Some companies and medical schools have switched from using bodies to alternatives like augmented and virtual reality, highly detailed interactive digital tables and lifelike synthetic models. These options have a number of advantages: They are reusable; they lack chemical preservatives that can be dangerous for students; and they come free of ethical issues. 

SynDaver is a company that sells human replicas made of silicone or synthetic tissue for up to $200,000 each. Calisse Revilla, the company’s sales director, said one goal is to reduce the demand for corpses and disrupt “bad actors” who do not treat human remains with respect. “That is something that we are trying to combat,” she said.

SynDaver's products include synthetic models of a human heart, a full body and intestines. Jeff Brown

SynDaver provides models to companies that include Boston Scientific, Johnson & Johnson and Medtronic, a representative said. 

Still, no one — including Revilla — thinks the digital and synthetic alternatives will fully supplant the need for human specimens anytime soon. Doctors still will need to practice sawing into bone and suturing muscles. Each human is uniquely shaped, and that variability is key to teaching medical professionals the range of what to expect. 

“Any kind of hesitation or inexperience can really cost someone their life,” said Corinne Bell, executive director of the Anatomy Gifts Registry, a nonprofit body donation organization.

Boston Scientific has used simulators to train experienced physicians on Relievant’s Intracept surgical technique, but prefers using human specimens to train new hires “who won’t necessarily have the same knowledge,” Jonnie McKee, a senior education manager, said in a summer 2024 email obtained by NBC News. 

For those trainings, Relievant typically rented space in the University of North Texas Health Science Center’s BioSkills lab. Fees last year included $1,623 for the daily rental, $232 for cleanup, $42 per participant, $927 for every human torso the center provided — and $186 for each cremation, according to invoices NBC News obtained. 

This training was so essential to Boston Scientific that the company wrestled with whether to cancel a September class at the Health Science Center after learning about its use of unclaimed bodies. 

“Cancelling the course last minute — when we have done nothing wrong and are operating above board makes little sense to me,” Brian Betts, a Boston Scientific vice president, wrote to several colleagues in August, not long after NBC News had reached out to the company. “Cadaver trainings are a necessary part of medical education.”

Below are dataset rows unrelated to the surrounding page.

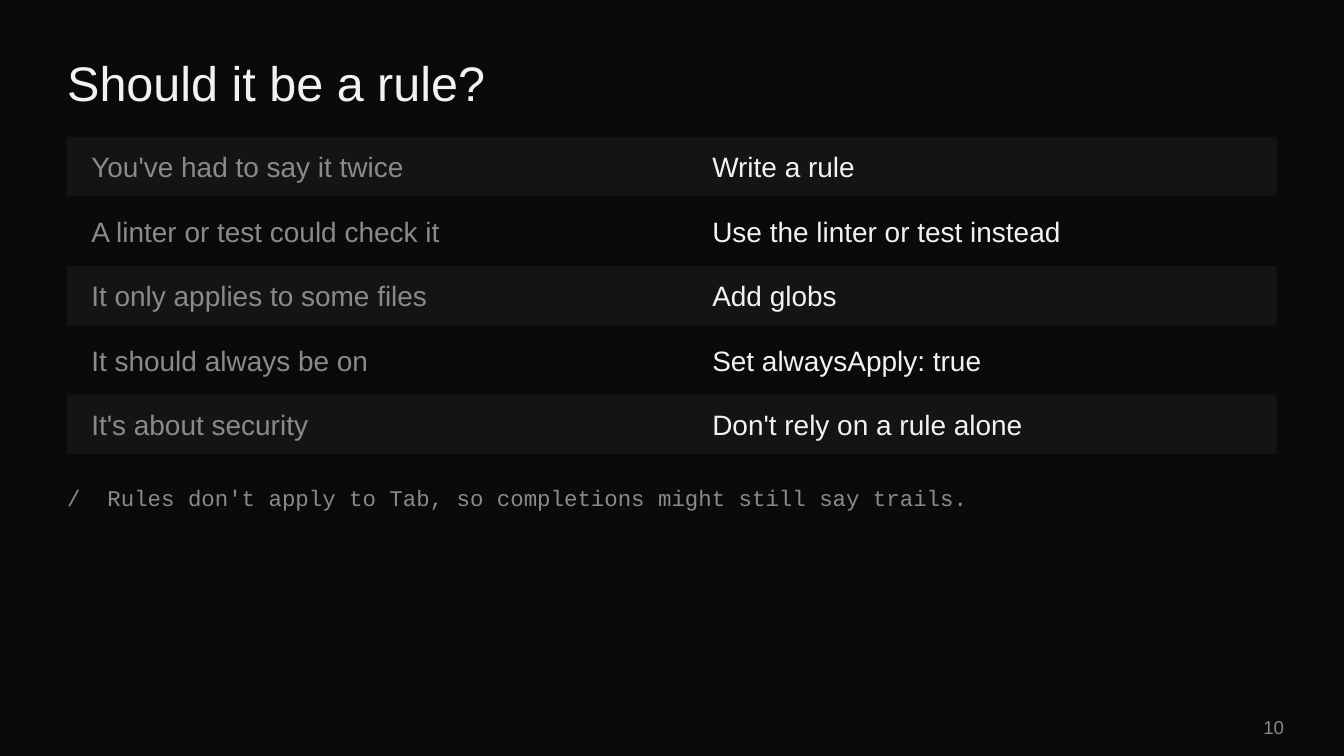
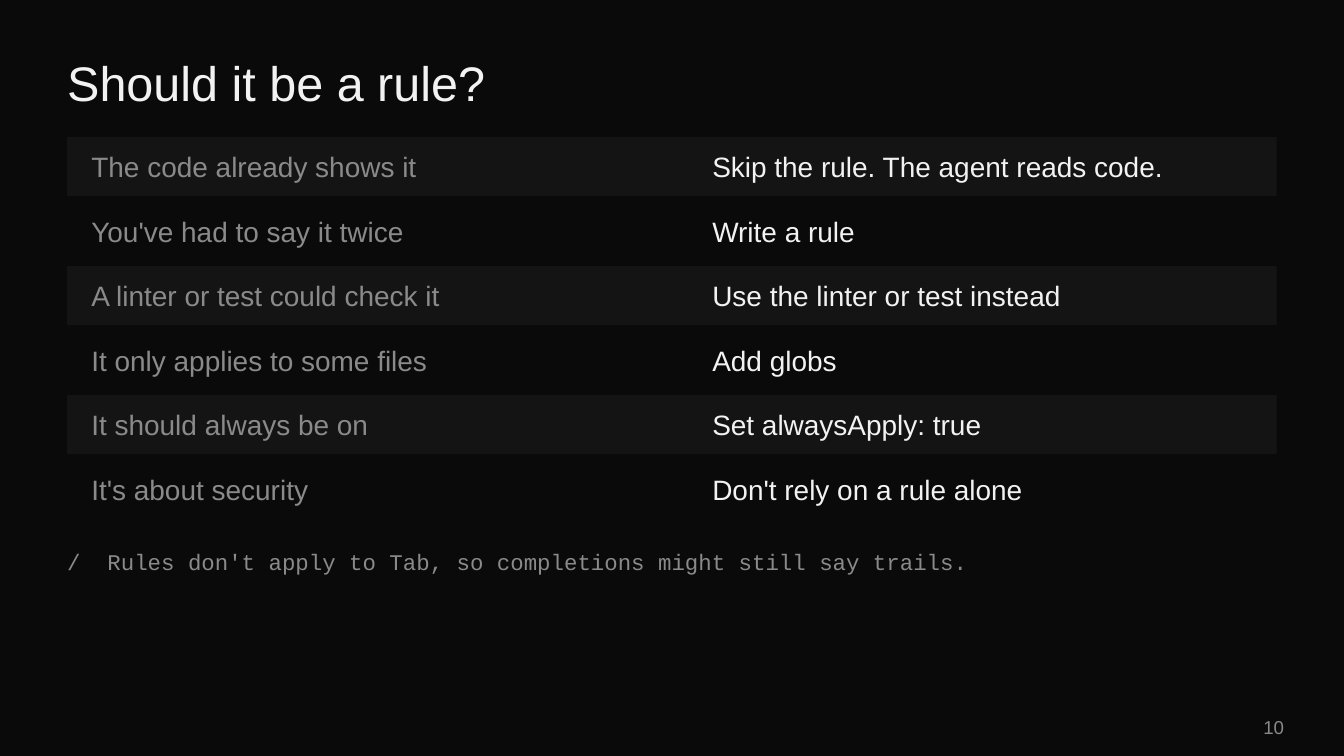
Before and after one commit to eveporcello/snowtooth-rules-teacher-guide, a slide deck: slide 10 of snowtooth-rules.pptx. Drawn at 1344x756 pixels with LibreOffice and Linux fonts; fonts in the diff are those of the drawing. Boxes give left, top, right and bottom in pixels: in the first picture for what was removed or moved away, otherwise in the second. Text is boxed around its words. In the diff, an @@ line names an element or a change of style, - is before the commit and + after.

```diff
--- a/snowtooth-rules.pptx
+++ b/snowtooth-rules.pptx
@@ text added at bbox=[91, 157, 416, 182], 15 pt, text #8A8A8A @@
+The code already shows it
@@ text added at bbox=[712, 156, 1162, 182], 15 pt, text #F2F2F2 @@
+Skip the rule. The agent reads code.
@@ 11 texts: place and size @@
-11 texts at bbox=[91, 156, 1060, 511]
+11 texts at bbox=[91, 221, 1060, 575]
```
Also in this commit, not shown: 8 other slides changed, 4 other files.

When Boston Scientific asked the Health Science Center for reassurances that none of the bodies in the September training were unclaimed, the center replied that two of the bodies belonged to people with no reachable family members and two others had relatives who chose not to claim them, but that it was legal for the bodies to be used. 

The Health Science Center shuttered its BioSkills laboratory following NBC News' investigation. Shelby Tauber for NBC News

Boston Scientific ultimately held the training after the center confirmed in writing that it would provide bodies that had been donated with consent, Sachariason told NBC News. Andy North, a Health Science Center spokesperson, confirmed that the bodies used in the training “were either directly donated by the individual prior to death or by next of kin.” 

Garland Shreves, CEO of Research for Life, a body donation company, said it’s important for bioskills labs like the one at the University of North Texas to “meet a minimum standard” of safety, ethics and transparency, which includes not using unclaimed bodies. To ensure that happens, he believes labs should be inspected by the government.

“No one should be forced to be a donor,” Shreves said. “The law may allow it in certain jurisdictions. Whether it’s allowed or not doesn’t mean we should do it.”